What is the N.A. of 4x magnification?
100x
What are methods to decrease the wavelength (lambda)?

A

At 4x magnification, NA = about 0.10
At 100x, magnification = about 1.2
Instead of solar light, U.V. Light only has about 2500 A
Electrons even smaller at 0.05A

19
Q

What is the highest possible resolution in a light microscope?

How about in comparison to a transmission electron microscope?

A

For light microscopy, the strongest resolution possible is “about” 5 um.

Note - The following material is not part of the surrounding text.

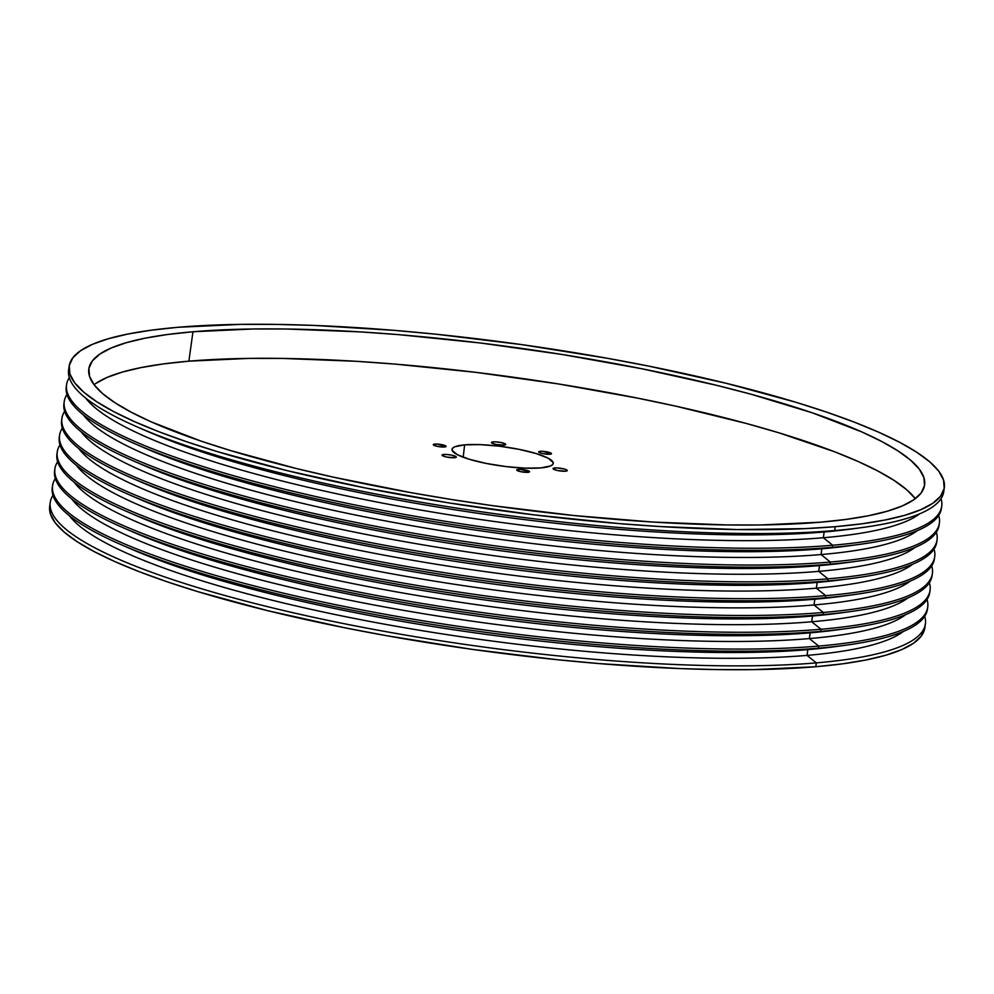 <?xml version="1.0" encoding="UTF-8"?>
<svg xmlns="http://www.w3.org/2000/svg" width="994" height="994" viewBox="0 0 994 994"><rect width="100%" height="100%" fill="white"/><g stroke="black" fill="none" stroke-linecap="round" stroke-linejoin="round"><path stroke-width="1.49" d="M565.511 471.206A7.194 1.367 -172.1 0 1 557.559 470.51A7.194 1.367 -172.1 0 1 553.037 468.584A7.194 1.367 -172.1 0 1 554.814 467.95L554.565 469.677L554.814 467.95L557.025 467.925L564.878 469.168L567.276 470.435L565.511 471.206L557.858 470.572L553.757 469.33L553.037 468.708L554.814 467.95A7.194 1.367 -172.1 0 1 562.766 468.646A7.194 1.367 -172.1 0 1 567.288 470.56A7.194 1.367 -172.1 0 1 565.511 471.206M454.531 457.725A7.194 1.367 -172.1 0 1 446.567 457.029A7.194 1.367 -172.1 0 1 442.044 455.103A7.194 1.367 -172.1 0 1 443.821 454.469L443.585 456.209L443.821 454.469L446.033 454.444L451.487 455.103L456.296 456.967L454.531 457.725L446.878 457.091L442.777 455.848L442.057 455.227L443.821 454.469A7.194 1.367 -172.1 0 1 451.785 455.165A7.194 1.367 -172.1 0 1 456.308 457.091A7.194 1.367 -172.1 0 1 454.531 457.725M503.921 445.113A7.194 1.367 -172.1 0 1 495.956 444.417A7.194 1.367 -172.1 0 1 491.434 442.492A7.194 1.367 -172.1 0 1 493.21 441.858L492.974 443.597L493.21 441.858L495.422 441.833L500.877 442.492L505.685 444.355L503.921 445.113L496.254 444.48L492.154 443.237L491.446 442.616L493.21 441.858A7.194 1.367 -172.1 0 1 501.175 442.554A7.194 1.367 -172.1 0 1 505.697 444.48A7.194 1.367 -172.1 0 1 503.921 445.113M527.976 472.324A6.486 1.23 -172.1 0 1 520.806 471.703A6.486 1.23 -172.1 0 1 516.731 469.976A6.486 1.23 -172.1 0 1 518.334 469.404L518.122 470.957L518.334 469.404L520.322 469.367L529.553 471.641L527.976 472.324L521.08 471.752L516.743 470.087L518.334 469.404A6.486 1.23 -172.1 0 1 525.503 470.025A6.486 1.23 -172.1 0 1 529.566 471.752A6.486 1.23 -172.1 0 1 527.976 472.324M444.504 446.989A6.486 1.23 -172.1 0 1 437.348 446.368A6.486 1.23 -172.1 0 1 433.272 444.641A6.486 1.23 -172.1 0 1 434.875 444.069L434.651 445.623L434.875 444.069L436.863 444.045L446.095 446.306L444.504 446.989L437.608 446.43L433.285 444.753L434.875 444.069A6.486 1.23 -172.1 0 1 442.032 444.691A6.486 1.23 -172.1 0 1 446.107 446.418A6.486 1.23 -172.1 0 1 444.504 446.989M549.881 454.233A6.486 1.23 -172.1 0 1 542.724 453.599A6.486 1.23 -172.1 0 1 538.649 451.872A6.486 1.23 -172.1 0 1 540.251 451.301L540.028 452.866L540.251 451.301L542.239 451.276L551.471 453.55L549.881 454.233L542.985 453.662L539.307 452.543L538.984 451.549L540.251 451.301A6.486 1.23 -172.1 0 1 547.408 451.922A6.486 1.23 -172.1 0 1 551.484 453.662A6.486 1.23 -172.1 0 1 549.881 454.233M464.62 444.852L463.204 457.24L464.62 444.852L480.326 444.629L499.423 446.207L519.017 449.338L536.114 453.525L548.104 458.159L553.186 462.521L552.838 464.397L550.564 465.95L540.649 467.925A51.116 9.679 -172.1 0 1 484.264 463.03A51.116 9.679 -172.1 0 1 451.997 449.412A51.116 9.679 -172.1 0 1 464.62 444.852A51.116 9.679 -172.1 0 1 521.291 449.797A51.116 9.679 -172.1 0 1 553.26 463.465A51.116 9.679 -172.1 0 1 540.649 467.925L524.944 468.137L505.847 466.559L486.265 463.44L469.168 459.24L457.165 454.606L452.084 450.245L452.432 448.381L454.705 446.815L464.62 444.852M915.238 498.578L906.652 489.694L894.178 480.487L877.938 471.057L858.083 461.477L834.798 451.848L778.898 432.812L746.817 423.593L675.932 406.198L637.8 398.172L558.032 383.883L476.126 372.39L395.252 364.115L356.163 361.294L282.594 358.424L248.811 358.399L188.885 361.17L192.96 331.76A421.903 79.88 -172.1 0 1 659.482 372.365A421.903 79.88 -172.1 0 1 924.619 484.96A421.903 79.88 -172.1 0 1 820.472 522.198L846.031 519.427L868.334 515.774L887.157 511.251L902.303 505.934L913.648 499.845L921.078 493.061L924.507 485.631L923.923 477.642L919.313 469.168L910.728 460.284L898.265 451.077L882.013 441.647L862.158 432.067L812.409 412.858L750.892 394.183L716.463 385.287L641.888 368.762L562.107 354.473L480.214 342.98L399.327 334.705L360.238 331.884L286.67 329.014L252.886 328.989L192.96 331.76L167.402 334.518L145.099 338.184L126.275 342.694L111.129 348.024L99.785 354.112L92.355 360.897L88.926 368.314L89.51 376.304L94.119 384.79L102.705 393.674L115.167 402.868L131.419 412.311L151.274 421.891L201.024 441.1L230.446 450.543L296.97 468.671L333.425 477.17L410.969 492.651L451.326 499.473L492.204 505.598L573.985 515.538L653.195 522.061L726.763 524.944L760.547 524.969L820.472 522.198A421.903 79.88 -172.1 0 1 353.951 481.593A421.903 79.88 -172.1 0 1 88.814 368.985A421.903 79.88 -172.1 0 1 192.96 331.76L188.885 361.17A421.903 79.88 7.9 0 0 94.057 384.703M49.812 505.611L50.433 513.973L55.254 522.844L64.237 532.15L77.296 541.792L94.306 551.67L115.093 561.697L139.471 571.774L167.203 581.813L198.005 591.703L267.659 610.676L345.75 627.984L387.026 635.787L472.088 649.355L557.721 659.755L599.73 663.632L680.107 668.589L717.693 669.596L753.067 669.633L815.813 666.726A441.771 83.645 7.9 0 0 924.867 627.748L925.402 623.897A441.771 83.645 -172.1 0 1 816.347 662.874L815.813 666.726L842.589 663.83L865.936 660.004L885.642 655.27L901.508 649.691L913.387 643.329L921.152 636.222L924.755 628.444M927.551 608.129A441.771 83.645 -172.1 0 1 845.969 645.168A441.771 83.645 -172.1 0 1 818.385 648.175L807.824 649.629L807.029 655.394L816.347 662.874A441.771 83.645 7.9 0 0 924.693 616.305A441.771 83.645 -172.1 0 1 925.402 623.897M840.141 645.926A428.414 81.11 -172.1 0 1 807.824 649.629A428.414 81.11 7.9 0 0 834.575 646.721L845.969 645.168M50.234 502.455L49.7 506.306A441.771 83.645 7.9 0 0 327.312 624.207A441.771 83.645 7.9 0 0 815.813 666.726L816.347 662.874A441.771 83.645 -172.1 0 1 327.846 620.355A441.771 83.645 -172.1 0 1 50.234 502.455A441.771 83.645 -172.1 0 1 52.98 495.335A441.771 83.645 7.9 0 0 309.904 616.516A441.771 83.645 7.9 0 0 816.347 662.874L807.029 655.394A428.414 81.11 7.9 0 0 903.384 631.438A428.414 81.11 -172.1 0 1 807.029 655.394A428.414 81.11 -172.1 0 1 370.712 621.61A428.414 81.11 -172.1 0 1 69.356 515.7A428.414 81.11 7.9 0 0 370.712 621.61A428.414 81.11 7.9 0 0 807.029 655.394L807.824 649.629A428.414 81.11 -172.1 0 1 126.275 546.862M932.21 574.52A441.771 83.645 -172.1 0 1 850.628 611.558A441.771 83.645 -172.1 0 1 823.044 614.565L812.496 616.019L811.688 621.772L821.007 629.264L820.721 631.364L810.16 632.83A428.414 81.11 7.9 0 0 836.911 629.91L848.292 628.357A441.771 83.645 -172.1 0 1 820.721 631.364A441.771 83.645 7.9 0 0 929.775 592.387L930.061 590.287A441.771 83.645 -172.1 0 1 821.007 629.264A441.771 83.645 7.9 0 0 929.353 582.683A441.771 83.645 -172.1 0 1 930.061 590.287M929.887 591.331A441.771 83.645 -172.1 0 1 848.292 628.357M842.465 629.115A428.414 81.11 -172.1 0 1 810.16 632.83L809.364 638.583A428.414 81.11 7.9 0 0 905.72 614.627A428.414 81.11 -172.1 0 1 809.364 638.583L818.683 646.075A441.771 83.645 7.9 0 0 927.029 599.494A441.771 83.645 -172.1 0 1 927.737 607.086A441.771 83.645 -172.1 0 1 818.683 646.075L818.385 648.175A441.771 83.645 7.9 0 0 927.439 609.185L927.737 607.086M844.801 612.316A428.414 81.11 -172.1 0 1 812.496 616.019A428.414 81.11 7.9 0 0 839.234 613.099L850.628 611.558M54.894 468.845A441.771 83.645 -172.1 0 1 57.64 461.725A441.771 83.645 7.9 0 0 314.576 582.906A441.771 83.645 7.9 0 0 821.007 629.264A441.771 83.645 -172.1 0 1 332.518 586.746A441.771 83.645 -172.1 0 1 54.894 468.845L54.608 470.945A441.771 83.645 7.9 0 0 332.22 588.846A441.771 83.645 7.9 0 0 820.721 631.364L821.007 629.264L811.688 621.772A428.414 81.11 7.9 0 0 908.056 597.829A428.414 81.11 -172.1 0 1 811.688 621.772A428.414 81.11 -172.1 0 1 375.372 587.988A428.414 81.11 -172.1 0 1 74.028 482.09A428.414 81.11 7.9 0 0 375.372 587.988A428.414 81.11 7.9 0 0 811.688 621.772L812.496 616.019A428.414 81.11 -172.1 0 1 130.947 513.252M936.882 540.91A441.771 83.645 -172.1 0 1 855.3 577.936A441.771 83.645 -172.1 0 1 827.716 580.956L817.155 582.409L816.36 588.162L825.679 595.654L825.38 597.754L814.819 599.22A428.414 81.11 7.9 0 0 841.57 596.301L852.964 594.747A441.771 83.645 -172.1 0 1 825.38 597.754A441.771 83.645 7.9 0 0 934.435 558.765L934.733 556.665A441.771 83.645 -172.1 0 1 825.679 595.654A441.771 83.645 7.9 0 0 934.025 549.073A441.771 83.645 -172.1 0 1 934.733 556.665M934.546 557.721A441.771 83.645 -172.1 0 1 852.964 594.747M847.136 595.505A428.414 81.11 -172.1 0 1 814.819 599.22L814.024 604.973A428.414 81.11 7.9 0 0 910.38 581.018A428.414 81.11 -172.1 0 1 814.024 604.973L823.343 612.466A441.771 83.645 7.9 0 0 931.689 565.884A441.771 83.645 -172.1 0 1 932.397 573.476A441.771 83.645 -172.1 0 1 823.343 612.466L823.044 614.565A441.771 83.645 7.9 0 0 932.111 575.576L932.397 573.476M849.46 578.694A428.414 81.11 -172.1 0 1 817.155 582.409A428.414 81.11 7.9 0 0 843.906 579.49L855.3 577.936M59.565 435.235A441.771 83.645 -172.1 0 1 62.311 428.116A441.771 83.645 7.9 0 0 319.236 549.284A441.771 83.645 7.9 0 0 825.679 595.654A441.771 83.645 -172.1 0 1 337.177 553.136A441.771 83.645 -172.1 0 1 59.565 435.235L59.267 437.335A441.771 83.645 7.9 0 0 336.891 555.236A441.771 83.645 7.9 0 0 825.38 597.754L825.679 595.654L816.36 588.162A428.414 81.11 7.9 0 0 912.716 564.207A428.414 81.11 -172.1 0 1 816.36 588.162A428.414 81.11 -172.1 0 1 380.043 554.379A428.414 81.11 -172.1 0 1 78.688 448.48A428.414 81.11 7.9 0 0 380.043 554.379A428.414 81.11 7.9 0 0 816.36 588.162L817.155 582.409A428.414 81.11 -172.1 0 1 135.606 479.642M941.542 507.3A441.771 83.645 -172.1 0 1 859.959 544.327A441.771 83.645 -172.1 0 1 832.376 547.334L821.814 548.8L821.019 554.553L830.338 562.045L830.052 564.145L819.491 565.598A428.414 81.11 7.9 0 0 846.229 562.691L857.623 561.138A441.771 83.645 -172.1 0 1 830.052 564.145A441.771 83.645 7.9 0 0 939.106 525.155L939.392 523.055A441.771 83.645 -172.1 0 1 830.338 562.045A441.771 83.645 7.9 0 0 938.684 515.464A441.771 83.645 -172.1 0 1 939.392 523.055M939.218 524.099A441.771 83.645 -172.1 0 1 857.623 561.138M851.796 561.896A428.414 81.11 -172.1 0 1 819.491 565.598L818.683 571.364A428.414 81.11 7.9 0 0 915.052 547.408A428.414 81.11 -172.1 0 1 818.683 571.364L828.002 578.843A441.771 83.645 7.9 0 0 936.36 532.275A441.771 83.645 -172.1 0 1 937.056 539.866A441.771 83.645 -172.1 0 1 828.002 578.843L827.716 580.956A441.771 83.645 7.9 0 0 936.77 541.966L937.056 539.866M854.132 545.085A428.414 81.11 -172.1 0 1 821.814 548.8A428.414 81.11 7.9 0 0 848.565 545.88L859.959 544.327M64.225 401.613A441.771 83.645 -172.1 0 1 66.971 394.506A441.771 83.645 7.9 0 0 323.907 515.675A441.771 83.645 7.9 0 0 830.338 562.045A441.771 83.645 -172.1 0 1 341.849 519.527A441.771 83.645 -172.1 0 1 64.225 401.613L63.939 403.713A441.771 83.645 7.9 0 0 341.551 521.626A441.771 83.645 7.9 0 0 830.052 564.145L830.338 562.045L821.019 554.553A428.414 81.11 7.9 0 0 917.387 530.597A428.414 81.11 -172.1 0 1 821.019 554.553A428.414 81.11 -172.1 0 1 384.703 520.769A428.414 81.11 -172.1 0 1 83.347 414.871A428.414 81.11 7.9 0 0 384.703 520.769A428.414 81.11 7.9 0 0 821.019 554.553L821.814 548.8A428.414 81.11 -172.1 0 1 140.278 446.033M856.455 528.286A428.414 81.11 -172.1 0 1 824.15 531.989L834.711 530.535A441.771 83.645 7.9 0 0 943.766 491.545L944.3 487.694A441.771 83.645 -172.1 0 1 835.246 526.683L834.711 530.535L824.15 531.989A428.414 81.11 7.9 0 0 850.901 529.069L862.295 527.528A441.771 83.645 -172.1 0 1 834.711 530.535A441.771 83.645 -172.1 0 1 137.197 426.911A441.771 83.645 -172.1 0 1 68.984 368.202M69.133 366.252L68.598 370.103A441.771 83.645 7.9 0 0 346.21 488.017A441.771 83.645 7.9 0 0 834.711 530.535L835.246 526.683A441.771 83.645 -172.1 0 1 346.744 484.165A441.771 83.645 -172.1 0 1 69.133 366.252A441.771 83.645 -172.1 0 1 178.187 327.274L240.933 324.367L276.307 324.404L313.893 325.411L394.27 330.368L436.279 334.245L521.912 344.645L606.974 358.213L648.25 366.016L726.341 383.324L795.995 402.297L826.797 412.187L854.529 422.226L878.907 432.303L899.694 442.33L916.704 452.208L929.763 461.85L938.746 471.156L943.567 480.027L944.188 488.389L940.585 496.168L932.819 503.275L920.941 509.649L905.074 515.227L885.368 519.949L862.022 523.788L835.246 526.683L805.314 528.622L737.126 529.553L660.091 526.547L619.163 523.589L534.474 514.929L448.716 502.889L365.183 487.93L287.092 470.634L217.438 451.649L186.636 441.758L158.903 431.731L134.525 421.642L113.738 411.615L96.729 401.738L83.67 392.096L74.687 382.802L69.866 373.918L69.245 365.556L72.848 357.778L80.613 350.671L92.492 344.309L108.358 338.73L128.064 333.996L151.411 330.17L178.187 327.274A441.771 83.645 -172.1 0 1 666.688 369.793A441.771 83.645 -172.1 0 1 944.3 487.694M943.915 489.607A441.771 83.645 -172.1 0 1 862.295 527.528M66.561 384.815A441.771 83.645 -172.1 0 1 69.307 377.695A441.771 83.645 7.9 0 0 326.231 498.876A441.771 83.645 7.9 0 0 832.674 545.234A441.771 83.645 -172.1 0 1 344.172 502.716A441.771 83.645 -172.1 0 1 66.561 384.815L66.263 386.914A441.771 83.645 7.9 0 0 343.887 504.815A441.771 83.645 7.9 0 0 832.376 547.334L832.674 545.234L823.355 537.742L824.15 531.989L823.355 537.742A428.414 81.11 7.9 0 0 919.711 513.799A428.414 81.11 -172.1 0 1 823.355 537.742L832.674 545.234A441.771 83.645 7.9 0 0 941.02 498.665A441.771 83.645 -172.1 0 1 941.728 506.257A441.771 83.645 -172.1 0 1 832.674 545.234L832.376 547.334A441.771 83.645 7.9 0 0 941.43 508.356L941.728 506.257M915.3 498.665A421.903 79.88 7.9 0 0 618.417 394.407A421.903 79.88 7.9 0 0 188.885 361.17L163.314 363.928L141.011 367.594L122.2 372.104L107.041 377.434L95.697 383.522M52.57 485.644L52.272 487.743A441.771 83.645 7.9 0 0 329.896 605.657A441.771 83.645 7.9 0 0 818.385 648.175L818.683 646.075A441.771 83.645 -172.1 0 1 330.182 603.557A441.771 83.645 -172.1 0 1 52.57 485.644A441.771 83.645 -172.1 0 1 55.316 478.536A441.771 83.645 7.9 0 0 312.24 599.705A441.771 83.645 7.9 0 0 818.683 646.075L809.364 638.583A428.414 81.11 -172.1 0 1 373.048 604.799A428.414 81.11 -172.1 0 1 71.692 498.901A428.414 81.11 7.9 0 0 373.048 604.799A428.414 81.11 7.9 0 0 809.364 638.583L810.16 632.83A428.414 81.11 -172.1 0 1 128.611 530.063M57.23 452.034L56.944 454.134A441.771 83.645 7.9 0 0 334.556 572.047A441.771 83.645 7.9 0 0 823.044 614.565L823.343 612.466A441.771 83.645 -172.1 0 1 334.841 569.947A441.771 83.645 -172.1 0 1 57.23 452.034A441.771 83.645 -172.1 0 1 59.975 444.927A441.771 83.645 7.9 0 0 316.912 566.095A441.771 83.645 7.9 0 0 823.343 612.466L814.024 604.973A428.414 81.11 -172.1 0 1 377.708 571.19A428.414 81.11 -172.1 0 1 76.352 465.291A428.414 81.11 7.9 0 0 377.708 571.19A428.414 81.11 7.9 0 0 814.024 604.973L814.819 599.22A428.414 81.11 -172.1 0 1 133.271 496.453M61.889 418.424L61.603 420.524A441.771 83.645 7.9 0 0 339.215 538.425A441.771 83.645 7.9 0 0 827.716 580.956L828.002 578.843A441.771 83.645 -172.1 0 1 339.513 536.325A441.771 83.645 -172.1 0 1 61.889 418.424A441.771 83.645 -172.1 0 1 64.647 411.317A441.771 83.645 7.9 0 0 321.571 532.486A441.771 83.645 7.9 0 0 828.002 578.843L818.683 571.364A428.414 81.11 -172.1 0 1 382.367 537.58A428.414 81.11 -172.1 0 1 81.023 431.669A428.414 81.11 7.9 0 0 382.367 537.58A428.414 81.11 7.9 0 0 818.683 571.364L819.491 565.598A428.414 81.11 -172.1 0 1 137.942 462.831M823.355 537.742A428.414 81.11 -172.1 0 1 387.039 503.97A428.414 81.11 -172.1 0 1 85.683 398.06A428.414 81.11 7.9 0 0 387.039 503.97A428.414 81.11 7.9 0 0 823.355 537.742M137.197 426.911L147.746 431.508A428.414 81.11 7.9 0 0 824.15 531.989A428.414 81.11 -172.1 0 1 142.602 429.222M134.873 443.722L145.41 448.306A428.414 81.11 7.9 0 0 821.814 548.8L832.376 547.334A441.771 83.645 -172.1 0 1 134.873 443.722A441.771 83.645 -172.1 0 1 66.449 385.871M132.537 460.52L143.074 465.117A428.414 81.11 7.9 0 0 819.491 565.598L830.052 564.145A441.771 83.645 -172.1 0 1 132.537 460.52A441.771 83.645 -172.1 0 1 64.113 402.669M130.202 477.331L140.738 481.916A428.414 81.11 7.9 0 0 817.155 582.409L827.716 580.956A441.771 83.645 -172.1 0 1 130.202 477.331A441.771 83.645 -172.1 0 1 61.79 419.48M127.878 494.13L138.415 498.727A428.414 81.11 7.9 0 0 814.819 599.22L825.38 597.754A441.771 83.645 -172.1 0 1 127.878 494.13A441.771 83.645 -172.1 0 1 59.454 436.279M125.542 510.941L136.079 515.538A428.414 81.11 7.9 0 0 812.496 616.019L823.044 614.565A441.771 83.645 -172.1 0 1 125.542 510.941A441.771 83.645 -172.1 0 1 57.118 453.09M123.206 527.739L133.743 532.337A428.414 81.11 7.9 0 0 810.16 632.83L820.721 631.364A441.771 83.645 -172.1 0 1 123.206 527.739A441.771 83.645 -172.1 0 1 54.782 469.901M120.87 544.55L131.419 549.148A428.414 81.11 7.9 0 0 807.824 649.629L818.385 648.175A441.771 83.645 -172.1 0 1 120.87 544.55A441.771 83.645 -172.1 0 1 52.458 486.7"/></g></svg>

For transmission electron microscopes, the theoretical resolution is about 0.01 angstroms, but we’ve only ever gotten it down to about 5-10 angstroms (1 angstrom = 0.1 nm)

20
Q

What are the components of a Compound Light Microscope (Also called a Bright Field Microscope)

A
  • Light Source
  • Condenser
  • Stage - Holds stuff. Usually 6-10 um
  • Objective Lens - Also called magnification lens - close to object
  • Ocular Lens
  • (Short version): From the light source, object passes through objective lens and produces an real image in front of the ocular lens. That image is viewed by the eye as an inverted virtual image.
21
Q

What are the pros and cons to a compound light microscope?

A

+ Ability to magnify
+ Ability to resolve structural detail
- Specimen must be thin
- Relatively little contrast in the unstained specimen

22
Q

How does a phase contrast microscope work. List it’s advantages.

A
  • This weird one converts invisible phase shifts in light passing through a transparent specimen into changes in brightness.
  • These can be used to examine unstained tissues, including live cells.
  • Different structures of the cell have different n’s, which defracts the light into out-of-phase.
  • Non-slowed light waves are compared to retarded light-waves.
23
Q

Briefly say what flourescence microscopes do (oddly not in the objectives)

A
  • Can detect specific wavelengths that molecules radiate (autoflourescent), which can be seen under a U.V. Light source.
  • Usually used to detect antibodies and antigens in immunochemical staining.
  • Flourescent “tracer” molecules can be injected into animals to be detected later
24
Q

Define how a confocal scanning microscope works

A
  • Invented in the 50s by Minsky, this weird one adds a pinhole to the confocal plane of the lens to eliminate out-of-focus light, which helps construct 3D images
  • Combines the technology (components) of a light microscope, fluorescence equipment, and laser scanning.
  • If I’m understanding this right, the laser moves across the specimen using a rotating mirror, and a photomultiplier tube absorbs the light it produces to be analyzed
  • Eventually, a 3D shape of the specimen is produced across a monitor
25
Q

List the advantages of a Confocal Microscope

A
  • Very thin optical images of the specimen are created (typically 1 μm thick).
  • Out-of-focus images are subtracted from the image by the computer program.
  • Computer can make 3-D reconstructions of the specimen by stacking individual images.
26
Q

Describe how a Transmission Electron Microscope Works

A
  • TEMs utilize electrons rather than light. A specific voltage is set between an anode and a cathode; potential difference usually ranges between 20k and 200k Volts
  • The electrons are derived from a heated tungsten filament
  • Electromagnets act as the condenser, objective, and projection lens
  • The specimen needs a holder to hold in place, and a viewing screen and photographic film for viewing
27
Q

Not sure if this is worth it, but…

In 12 steps, describe the path of an electron in a TEM

A

sigh Alright so…… 1. Electron is shot out of an Electron Gun, 2. Passes through a vaccum manifold. 3. The electron enters a beam where it is 4. positioned correctly. 5. The diameter of the beam gets reduced in the 6. Condenser and passes through the aperture 7. Changer and 8. Diaphragm where it is converted to… something else. 9. Passing through the focusing lens onto the 10. Stage, the image is projected onto the 11. Visual Transmission as it enters the 12. Vaccum Chamber.